Sementara itu luka yang di rasakan Dimas tidak lah sebanding dengan luka yang di rasakan tuan Anggara, karena ia gagal menyelamatkan nyawa istri nya ia pun memutuskan untuk pensiun dan menyerahkan rumah sakit itu kepada Dimas meskipun anak dan ayah itu kurang akrab tetapi mereka masih sering berkomunikasi.


"Oma katakan saja di mana papa? " (Ucap Dimas mendesak oma nya.)


"Dimas, ini rumah mu, tentunya kau tau dimana biasanya papa mu mengurang diri. " (Ucap oma Dimas.)


Tampa sepatah kata pun Dimas berlalu menaiki tangga dan mnuju salah satu ruangan yang berada di rumah nya.


"Papa." (Ucap Dimas saat ia membuka pintu ruangan gelap tersebut.)

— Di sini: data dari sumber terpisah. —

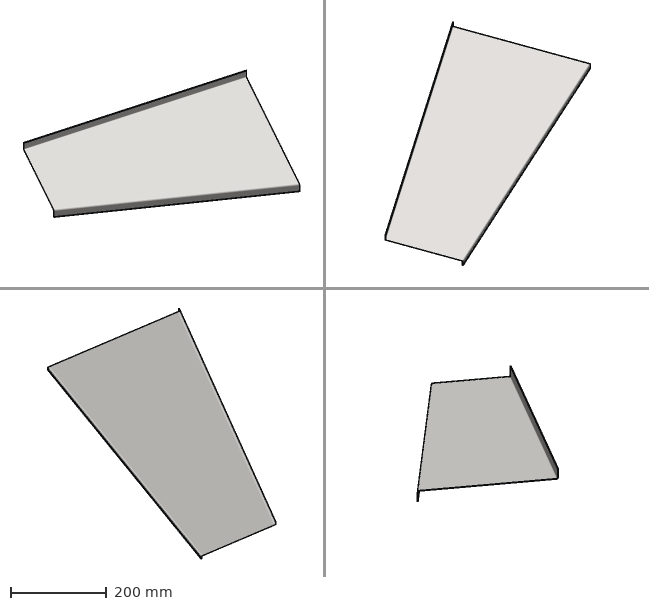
import cadquery as cq
import math

length = 500.5
back_width = 300.0
front_width = 170.0
thickness = 2.0
flange_height = 25.0
inner_radius = 2.0

outer_radius = inner_radius + thickness
taper = back_width - front_width
taper_angle = math.atan2(taper, length)


def folded_flange(run):
    """Upward flange with its bend, outer face on X = 0, extruded along +Y from Y = 0."""
    diagonal = math.sqrt(0.5)
    return (
        cq.Workplane("XZ")
        .moveTo(outer_radius, 0)
        .threePointArc(
            (outer_radius * (1 - diagonal), outer_radius * (1 - diagonal)),
            (0, outer_radius),
        )
        .lineTo(0, flange_height)
        .lineTo(thickness, flange_height)
        .lineTo(thickness, outer_radius)
        .threePointArc(
            (outer_radius - inner_radius * diagonal, outer_radius - inner_radius * diagonal),
            (outer_radius, thickness),
        )
        .close()
        .extrude(-run)
    )


slanted_bend_width = outer_radius / math.cos(taper_angle)
web = (
    cq.Workplane("XY")
    .polyline([
        (outer_radius, 0),
        (front_width - slanted_bend_width, 0),
        (back_width - slanted_bend_width, length),
        (outer_radius, length),
    ])
    .close()
    .extrude(thickness)
)

upper_flange = folded_flange(length)

overrun = flange_height
slanted_run = math.hypot(length, taper) + 2 * overrun
trim_box = cq.Workplane("XY").box(
    2 * back_width, length, 4 * flange_height
).translate((0, length / 2, 0))
lower_flange = (
    folded_flange(slanted_run)
    .rotate((0, 0, 0), (0, 1, 0), 180)
    .translate((0, -overrun, thickness))
    .rotate((0, 0, 0), (0, 0, 1), -math.degrees(taper_angle))
    .translate((front_width, 0, 0))
    .intersect(trim_box)
)

result = web.union(upper_flange).union(lower_flange)

"Masuk lah. " (Ucap tuan Anggara melirik Dimas yang masih berdiri di depan pintu.)


"Papa, ada hal penting yang ingin ku bicarakan. " (Ucap Dimas masuk menghampiri papa nya.)


"Katakan apa yang ingin kau katakan " (Ucap Tuan Anggara menaruh buku yang ia pegang.)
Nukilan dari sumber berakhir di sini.